Kahneman and Tversky’s approach is more applicable to less intelligent individuals than to more intelligent ones. In fact, intelligence or cognitive ability is almost unrelated to performance on most judgement tasks
Affect heuristic
Using one’s emotional responses to influence rapid judgements or decisions.
There are several limitations with the original heuristics-and-biases approach.
- The heuristics identified by Kahneman and Tversky are vaguely defined. “One-word labels like ‘representativeness’ are theory surrogates [substitutes] that fail to place any testable constraints on the cognitive decision process.”
- theorising based on the heuristics-and-biases approach has been limited. “What is disillusioning and disappointing . . . is how little precision, refinement, and progress has been obtained at the theoretical level.”
- Failed to indicate the precise conditions eliciting the various heuristics or the relationships among different heuristics.
It is sometimes unfair to conclude people’s judgements are biased and error-prone. For example, most people judge skin cancer to be a more common cause of death than cancer of the mouth and throat, whereas the opposite is actually the case. People make this “error” simply because skin cancer has attracted considerable media attention in recent years. More generally, the heuristics-and-biases approach focuses on biased processing, but the problem is often with the quality of the available information.
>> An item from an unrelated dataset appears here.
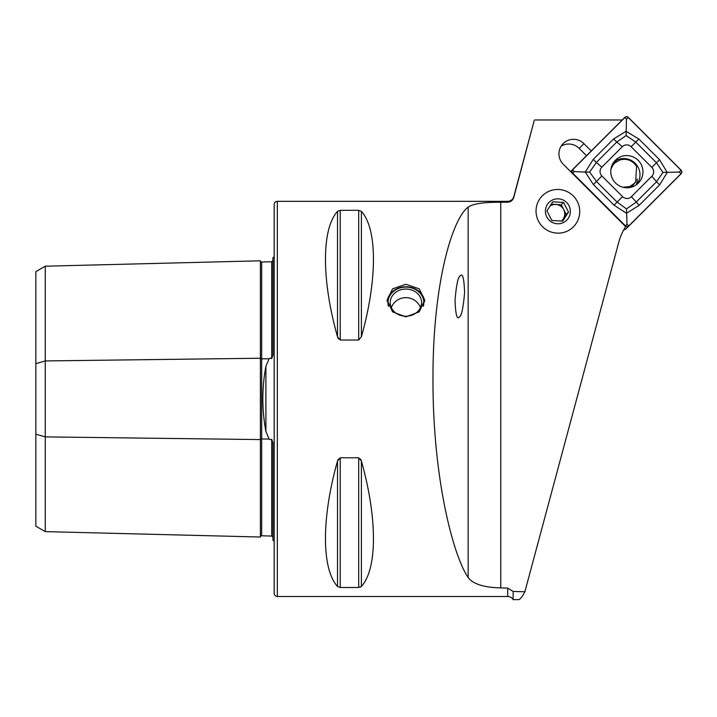 <?xml version="1.0" encoding="UTF-8"?>
<svg xmlns="http://www.w3.org/2000/svg" width="717" height="717" viewBox="0 0 717 717"><rect width="100%" height="100%" fill="white"/><g stroke="black" fill="none" stroke-linecap="round" stroke-linejoin="round"><path stroke-width="1.08" d="M272.935 537.266L271.707 536.047L261.678 535.796A1.255 1.255 0 0 1 261.678 535.796A1.255 1.255 0 0 0 260.388 537.024L45.261 531.62L35.85 526.188L35.85 363.653L45.261 360.938L260.388 358.231A1.255 0.627 180 0 0 261.642 358.85A1.255 0.627 180 0 0 261.678 358.85L269.063 358.751L265.899 366.378C261.83 387.996 261.83 409.685 265.899 431.437L269.063 439.064L270.336 439.682L271.707 439.252L272.935 442.954L272.935 540.277A6.274 6.274 0 0 1 274.19 541.039M269.063 358.751L270.336 358.133L271.707 358.563L272.935 354.87L272.935 257.537A6.274 6.274 0 0 0 274.19 256.776M260.388 537.024L260.388 260.8A1.255 1.255 0 0 0 261.642 262.019L271.707 261.768L272.935 260.549M405.903 284.282L392.602 288.826L387.081 300.127L392.602 311.877L405.903 316.869L419.203 311.868L424.715 300.127L419.212 288.826L405.903 284.282M277.327 201.343A3.137 3.137 0 0 0 274.19 204.479L274.19 593.344A3.137 3.137 0 0 0 277.327 596.481L277.327 201.343L507.717 201.343A6.274 6.274 0 0 0 513.775 196.691L533.968 121.397M277.327 596.481L507.717 596.481A6.274 6.274 0 0 1 513.148 599.618L513.148 591.435L507.717 588.101L500.771 587.895C483.894 587.501 473.023 584.05 468.165 577.543C452.768 555.128 432.683 476.33 432.978 379.284C432.683 282.023 452.768 218.12 468.165 207.114C472.969 203.745 483.841 202.122 500.771 202.266L507.717 202.203C510.8 201.97 512.816 200.375 513.775 197.435L533.968 121.424M513.148 591.435L524.88 591.767L618.816 242.131A56.446 55.89 -134.9 0 1 625.654 226.617L563.302 164.292A14.743 14.591 -134.9 0 1 563.221 143.525A14.743 14.591 -134.9 0 1 583.934 143.651L591.256 150.964L586.506 155.697L579.184 148.383A14.743 14.591 45.1 0 0 561.124 146.169M524.88 591.767C522.11 596.983 520.04 599.6 518.669 599.618L513.148 599.618M460.368 275.758C462.653 272.756 464.06 278.339 464.589 292.509C463.272 308.176 461.497 316.331 459.265 316.986C456.98 319.979 455.573 314.396 455.044 300.235C456.362 284.568 458.136 276.412 460.368 275.758M337.501 586.452C321.458 568.913 321.458 517.898 337.501 461.058L340.216 457.796L358.688 457.796L361.404 461.058C377.447 517.898 377.447 568.913 361.404 586.452L358.688 587.501L340.216 587.501L337.501 586.452L337.501 461.058L338.379 459.023M337.501 211.372L337.501 336.757C321.458 279.917 321.458 228.902 337.501 211.372L340.216 210.314L358.688 210.314L361.404 211.372C377.447 228.902 377.447 279.917 361.404 336.757L358.688 340.028L340.216 340.028L337.501 336.757L338.379 338.8M360.526 587.115L361.404 586.452L361.404 461.058L360.534 459.032M35.85 363.653L35.85 271.635L45.261 266.204L260.388 260.8M45.261 531.62L45.261 436.886L260.388 439.584A1.255 0.627 180 0 1 261.642 438.974A1.255 0.627 180 0 1 261.678 438.974L269.063 439.064M261.642 262.019A1.255 1.255 0 0 0 261.678 262.019L261.678 535.796M35.85 434.17L45.261 436.886L45.261 266.204M591.256 150.964L622.222 119.981L534.55 119.981M586.685 155.508L571.324 170.879A7.529 7.448 45.1 0 0 571.099 171.112M572.569 169.66A2.509 2.483 45.1 0 0 572.587 173.191L625.376 225.954A2.509 2.483 45.1 0 0 628.908 225.98L681.15 173.702A2.509 2.483 45.1 0 0 681.132 170.171L628.343 117.409A2.509 2.483 45.1 0 0 624.812 117.382A2.509 2.483 45.1 0 0 624.812 117.391L571.324 170.879M613.698 162.275A17.558 17.387 -134.9 0 1 617.462 161.37M637.27 179.062A17.558 17.387 -134.9 0 1 636.203 184.887M627.975 187.755L633.873 183.749L635.71 181.733L636.544 166.317C632.484 160.366 626.981 158.224 620.017 159.9L614.926 162.822L613.098 164.838L610.938 169.14M633.873 183.749L631.82 186.886L635.71 181.733M622.849 187.236L628.782 186.671M549.912 206.137A9.411 9.312 -134.9 0 1 563.275 218.909A9.411 9.312 -134.9 0 1 561.303 221.105M558.875 189.494A21.949 21.734 -134.9 0 1 579.703 212.519A21.949 21.734 -134.9 0 1 556.885 233.115A21.949 21.734 -134.9 0 1 536.065 210.099A21.949 21.734 -134.9 0 1 558.875 189.494M552.744 201.827L546.919 210.879L551.893 220.522L562.693 221.123L568.518 212.071L563.544 202.427L552.744 201.827M557.315 223.767A12.547 12.422 -134.9 0 1 545.413 210.619A12.547 12.422 -134.9 0 1 558.453 198.842A12.547 12.422 -134.9 0 1 570.356 211.999A12.547 12.422 -134.9 0 1 557.315 223.767M561.859 221.114L566.188 214.383L561.214 204.739L551.185 204.184M566.188 214.383L568.518 212.071M561.214 204.739L563.544 202.427M638.184 160.348A16.186 16.025 45.1 0 0 615.446 160.214A16.186 16.025 45.1 0 0 615.536 183.014A16.186 16.025 45.1 0 0 638.273 183.149A16.186 16.025 45.1 0 0 638.184 160.348M636.696 184.529A16.186 16.025 45.1 0 0 614.066 161.782M601.859 167.151A6.274 6.211 45.1 0 0 601.904 175.979L622.58 196.637A6.274 6.211 45.1 0 0 631.408 196.682L651.861 176.212A6.274 6.211 45.1 0 0 651.816 167.384L631.139 146.725A6.274 6.211 45.1 0 0 622.32 146.68L601.859 167.151L596.347 162.463L589.634 172.071L596.445 181.437L601.904 175.979M628.908 225.98A2.509 2.483 45.1 0 0 628.908 225.972L625.941 228.92A2.509 2.483 45.1 0 1 625.941 228.929L628.908 225.98M623.862 229.628A2.509 2.483 45.1 0 0 625.941 228.929M628.818 225.882L681.06 173.613A2.384 2.357 45.1 0 0 681.042 170.261L628.253 117.498A2.384 2.357 45.1 0 0 624.901 117.48L572.659 169.75A2.384 2.357 45.1 0 0 572.677 173.102L625.466 225.864A2.384 2.357 45.1 0 0 628.818 225.882L626.999 224.331L625.466 225.864M589.634 172.071L585.26 172.089L593.237 159.362L613.698 138.892L626.04 131.292L638.847 139.008L659.523 159.667L667.249 172.474L659.658 184.825L639.197 205.295L626.47 213.281L614.048 205.179L593.371 184.511L585.26 172.089L574.209 171.569L572.677 173.102M593.371 184.511L596.445 181.437L617.113 202.104L626.488 208.907L626.999 224.331M626.488 208.907L636.096 202.194L656.548 181.724L662.956 172.421L656.449 162.741L635.782 142.083L626.102 135.585L626.452 119.3L624.901 117.48M662.956 172.421L679.241 172.062L681.042 170.261M626.102 135.585L616.799 141.993L622.32 146.68M388.489 306.365A17.934 15.532 180 0 1 394.44 290.681A17.934 15.532 180 0 1 413.324 288.494A17.934 15.532 180 0 1 423.317 306.365M387.162 301.597A18.812 16.294 180 0 1 413.682 288.234A18.812 16.294 180 0 1 424.643 301.597M399.414 314.996A15.684 13.578 180 0 1 390.218 302.637A15.684 13.578 180 0 1 412.392 290.268A15.684 13.578 180 0 1 421.578 302.637A15.684 13.578 180 0 1 399.414 314.996M265.899 431.437L265.899 366.378M507.717 596.481L507.717 588.101M507.717 202.203L507.717 201.343M271.707 536.047L271.707 439.252M271.707 358.563L271.707 261.768M513.775 197.435L513.775 196.691M579.184 148.383L583.934 143.651M468.165 207.114L468.165 577.543M500.771 202.266L500.771 587.895M358.688 457.796L358.688 587.501M340.216 457.796L340.216 587.501M340.216 210.314L340.216 340.028M358.688 210.314L358.688 340.028M361.404 211.372L361.404 336.757M632.582 185.479L630.7 187.352M624.812 117.382L622.213 119.981L624.812 117.391M574.209 171.569L572.659 169.75M626.452 119.3L628.253 117.498M679.241 172.062L681.06 173.613M613.698 138.892A4.392 0.618 45 0 0 616.799 141.993L596.347 162.463L593.237 159.362M638.847 139.008L631.139 146.725M659.523 159.667L651.816 167.384M659.658 184.825A4.392 0.618 45 0 1 656.548 181.724L651.861 176.212M639.197 205.295L631.408 196.682M614.048 205.179L622.58 196.637M534.156 120.725L533.968 121.316M613.098 164.838L611.359 167.178M420.503 307.584A15.684 15.684 0 0 0 391.303 307.584"/></g></svg>

- Much research is detached from the realities of everyday life. Emotional and motivational factors often influence our judgements in the real world but were rarely studied in the laboratory until fairly recently (see Chapter 15). For example, the estimated probability of future terrorist attacks was higher in fearful individuals than those who were sad or angry.
Tversky and Koehler put forward their support theory which posits:
An event appears more or less likely depending on how it sounds.
Eg. probability you will die on your next summer holiday is extremely low. However, it might seem more likely if you were asked, “What is the probability you will die on your next summer holiday from a disease, a car accident, a plane crash, or from any other cause?” Why is the subjective probability of death on holiday greater in the second case? According to support theory, more explicit event descriptions have greater subjective probability for two main reasons:
1 An explicit description often draws attention to aspects of the event less obvious in the non-explicit description.
2.Memory limitations may prevent people remembering all the relevant information if it is not supplied.
Although: An explicit description can reduce subjective probability if it leads us to focus on low-probability causes.
Providing an explicit description can reduce subjective probability by making it more effortful to comprehend an event.